Xu pointed attendees at the 2016 NOVA paper [PDF] for more information, but gave a quick overview of some of NOVA's features. It is a log-structured filesystem that is designed for NVMM. It has per-inode logging that contains only the metadata changes; the log points off to changes to the actual data. It uses a radix tree for block mappings and is copy on write (CoW) for its file data.

NOVA uses a lightweight journaling scheme that simply records the head and tail pointers for a linked list of log entries in the journal. That leads to fast garbage collection as entries are dropped from the list when they are no longer valid. There is no copying unless invalid entries make up more than half of the log, in which case a new log is created to atomically replace the old one; the metadata log entries are only copied at that point.

He showed some performance graphs comparing the DAX versions of ext4 and XFS with NOVA. Generally, NOVA performs better than either ext4 or XFS on most filebench workloads that he tested. The exception is the "web server" workload where the filesystems all performed roughly the same.

Xu said that a second RFC posting that was based on 4.16-rc4 was done in March. That post received some feedback, so he is working on those items and will be posting a v3 soon. The changes needed include 64-bit timestamps and better huge-page support.

Chinner asked about user-space tools and, in particular, whether there was an fsck for NOVA. That will be needed before the filesystem can be merged as users will need to be able to repair their filesystems. Xu said there has been a focus on performance, so there is no fsck yet. Ted Ts'o noted that NOVA also needs a tool that can verify filesystem images, which will allow more tests in xfstests to be run on it.

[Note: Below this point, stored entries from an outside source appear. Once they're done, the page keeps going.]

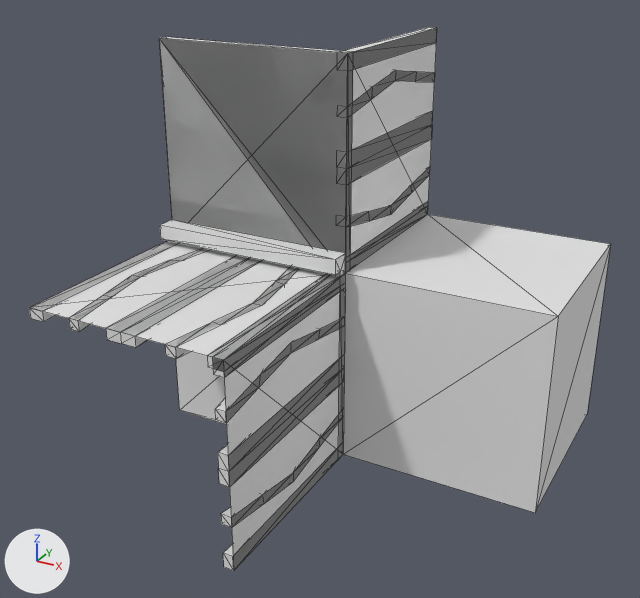
Before and after pictures for a commit that changed the OBJ model Data/bmc/tiles/t_235.obj.
One viewpoint serves both versions: a 50 mm lens placed at (0.876, -1.715, 0.777), pointed at (-0.04, -0.05, -0.055). The lights are fixed; the arrows at lower left show +X, +Y and +Z. Mesh edges are drawn as thin lines. Where no turn or scale is listed for an object, it has been applied to the vertices.

The older version as bpy lines, for what is in view:
```python
me_t_235 = bpy.data.meshes.new('t_235')
me_t_235.from_pydata(...)  # 283 vertices, 548 faces; spans x -0.5..0.5, y -0.5..0.5, z -0.5..0.5
ob_t_235 = bpy.data.objects.new('t_235', me_t_235)
ob_t_235.location = (0.0, 0.0, 0.0)
```
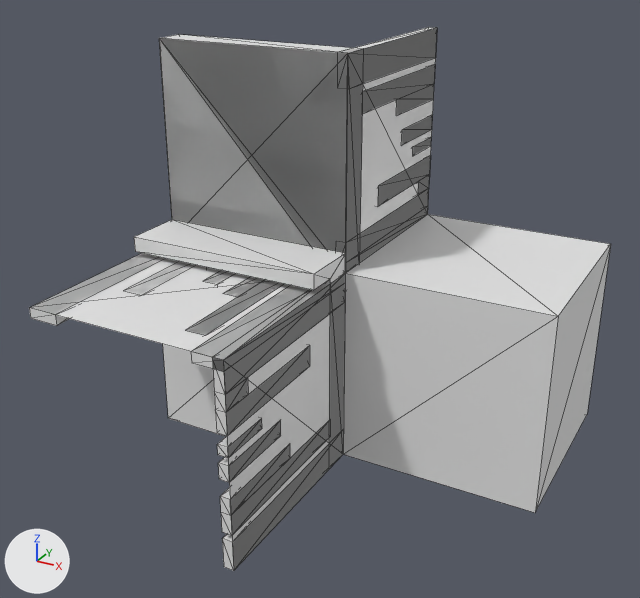
The change, as a diff of the scene's bpy script:
```diff
--- a/Data/bmc/tiles/t_235.obj.py
+++ b/Data/bmc/tiles/t_235.obj.py
@@ me_t_235 @@
 # used by ob_t_235; location = (0.0, 0.0, 0.0)
-me_t_235.from_pydata(...)  # 283 vertices, 548 faces; spans x -0.5..0.5, y -0.5..0.5, z -0.5..0.5
+me_t_235.from_pydata(...)  # 241 vertices, 452 faces; spans x -0.5..0.5, y -0.5..0.5, z -0.5..0.5
+# me_t_235 part 1: a new loose piece, a box spanning x -0.025..0.0, y 0.3..0.5, z 0.237..0.277
+# me_t_235 part 2: a new loose piece, a box spanning x -0.025..0.0, y -0.5..-0.374, z -0.218..-0.193
+# me_t_235 part 3: a new loose piece, a box spanning x -0.025..0.0, y 0.374..0.5, z 0.193..0.218
+# me_t_235 part 4: a new loose piece, a box spanning x -0.025..0.0, y -0.5..-0.3, z -0.277..-0.237
+# me_t_235 part 5: the loose piece of 38 vertices spanning x -0.138..-0.071, y -0.5..0.5, z -0.025..0.025 is rebuilt with 25 vertices and now spans x -0.182..-0.092, y -0.429..0.429, z -0.025..0.025
+# me_t_235 part 6: the loose piece of 21 vertices spanning x -0.287..-0.213, y -0.5..0.5, z -0.025..0.025 is rebuilt with 14 vertices and now spans x -0.263..-0.223, y -0.2..0.2, z -0.025..0.025
+# me_t_235 part 7: the loose piece of 20 vertices spanning x -0.025..0.0, y -0.5..0.0, z -0.429..-0.362 is rebuilt with 14 vertices and now spans x -0.025..0.0, y -0.5..-0.071, z -0.408..-0.318
+# me_t_235 part 8: the loose piece of 20 vertices spanning x -0.025..0.0, y 0.0..0.5, z 0.362..0.429 is rebuilt with 14 vertices and now spans x -0.025..0.0, y 0.071..0.5, z 0.318..0.408
+# me_t_235 part 9: the loose piece of 12 vertices spanning x -0.025..0.0, y -0.5..0.0, z -0.287..-0.212 is deleted
+# me_t_235 part 10: the loose piece of 12 vertices spanning x -0.025..0.0, y 0.0..0.5, z 0.212..0.287 is deleted
+# me_t_235 part 11
+# 124 vertices are removed from x -0.5..0.0, y -0.5..0.5, z -0.5..0.5
+# 260 faces are deleted
+# 32 vertices are added at x -0.5..0.0, y -0.5..0.5, z -0.5..0.5
+# 8 new vertices lie (0.0, 0.0, -0.075) away from vertices in x -0.025..0.0, y -0.5..0.5, z 0.0..0.5
+# 8 new vertices lie (0.0, 0.0, 0.075) away from vertices in x -0.025..0.0, y -0.5..0.5, z -0.5..0.0
+# 7 new vertices lie (-0.075, 0.0, 0.0) away from vertices in x 0.0, y -0.5..0.5, z -0.025..0.025
+# 7 new vertices lie (0.075, 0.0, 0.0) away from vertices in x -0.5, y -0.5..0.5, z -0.025..0.025
+# 5 new vertices lie (0.039, 0.0, 0.0) away from vertices in x -0.425, y 0.0..0.079, z -0.025..0.025
+# 6 new vertices lie (0.0, -0.079, 0.0) away from vertices in x -0.425..0.0, y 0.0..0.5, z -0.025..0.075
+# 5 new vertices lie (0.053, 0.0, 0.0) away from vertices in x -0.386, y 0.0..0.331, z -0.025..0.025
+# 6 new vertices lie (0.0, -0.331, 0.0) away from vertices in x -0.386..0.0, y 0.0..0.5, z -0.025..0.114
+# 8 new vertices lie (0.5, 0.0, 0.0) away from vertices in x -0.5, y -0.15..0.15, z -0.5..0.5
+# 212 new faces join them
```

Where the change shows, as pixel boxes (x1, y1, x2, y2) in the pictures (640 x 598 px; the box of a moved part takes in the faces that stretch with it):
part 1 of me_t_235, added
    after: (401, 115, 433, 146)
part 2 of me_t_235, added
    after: (217, 418, 262, 458)
part 3 of me_t_235, added
    after: (413, 137, 432, 154)
part 4 of me_t_235, added
    after: (218, 421, 281, 483)
part 5 of me_t_235, rebuilt
    before: (165, 267, 300, 359)
    after: (186, 277, 283, 335)
part 6 of me_t_235, rebuilt
    before: (106, 256, 262, 347)
    after: (205, 270, 236, 284)
part 7 of me_t_235, rebuilt (10% narrower)
    before: (221, 408, 344, 527)
    after: (220, 420, 330, 536)
part 8 of me_t_235, rebuilt
    before: (338, 70, 435, 118)
    after: (362, 65, 435, 116)
part 9 of me_t_235, deleted
    before: (218, 356, 344, 487)
part 10 of me_t_235, deleted
    before: (336, 114, 433, 185)
part 11 of me_t_235, moved or reshaped
    both: (29, 28, 437, 571)

Index entries for this article
KernelFilesystems/Nonvolatile memory
ConferenceStorage Filesystem & Memory Management/2018


(Log in to post comments)

The NOVA filesystem

Posted May 18, 2018 21:57 UTC (Fri) by jhoblitt (subscriber, #77733) [Link]

Wasn't btrfs merged without a fsck?

The NOVA filesystem

Posted May 18, 2018 23:17 UTC (Fri) by naptastic (guest, #60139) [Link]

I think the reason that a working fsck is required now, is because btrfs was merged without a fsck.

The NOVA filesystem

Posted May 18, 2018 23:26 UTC (Fri) by willy (subscriber, #9762) [Link]

btrfsck was created in April 2007. Btrfs was merged in 2009.

The NOVA filesystem

Posted May 19, 2018 1:37 UTC (Sat) by jhoblitt (subscriber, #77733) [Link]

I can't find a related commit in btrfs-progs from before 2013. Could you provide a reference?

The NOVA filesystem

Posted May 19, 2018 2:25 UTC (Sat) by willy (subscriber, #9762) [Link]

The NOVA filesystem

Posted May 19, 2018 3:13 UTC (Sat) by sfeam (subscriber, #2841) [Link]

https://lwn.net/Articles/462543/

The NOVA filesystem

Posted May 19, 2018 14:02 UTC (Sat) by jhoblitt (subscriber, #77733) [Link]

I vaguely member asking Chris Mason about said tool at a SCALE talk in the early 201Xs. There was no fsck at that time and it definitely was not "in the wild" when btrfs was merged.

The NOVA filesystem

Posted May 21, 2018 18:01 UTC (Mon) by kdave (subscriber, #44472) [Link]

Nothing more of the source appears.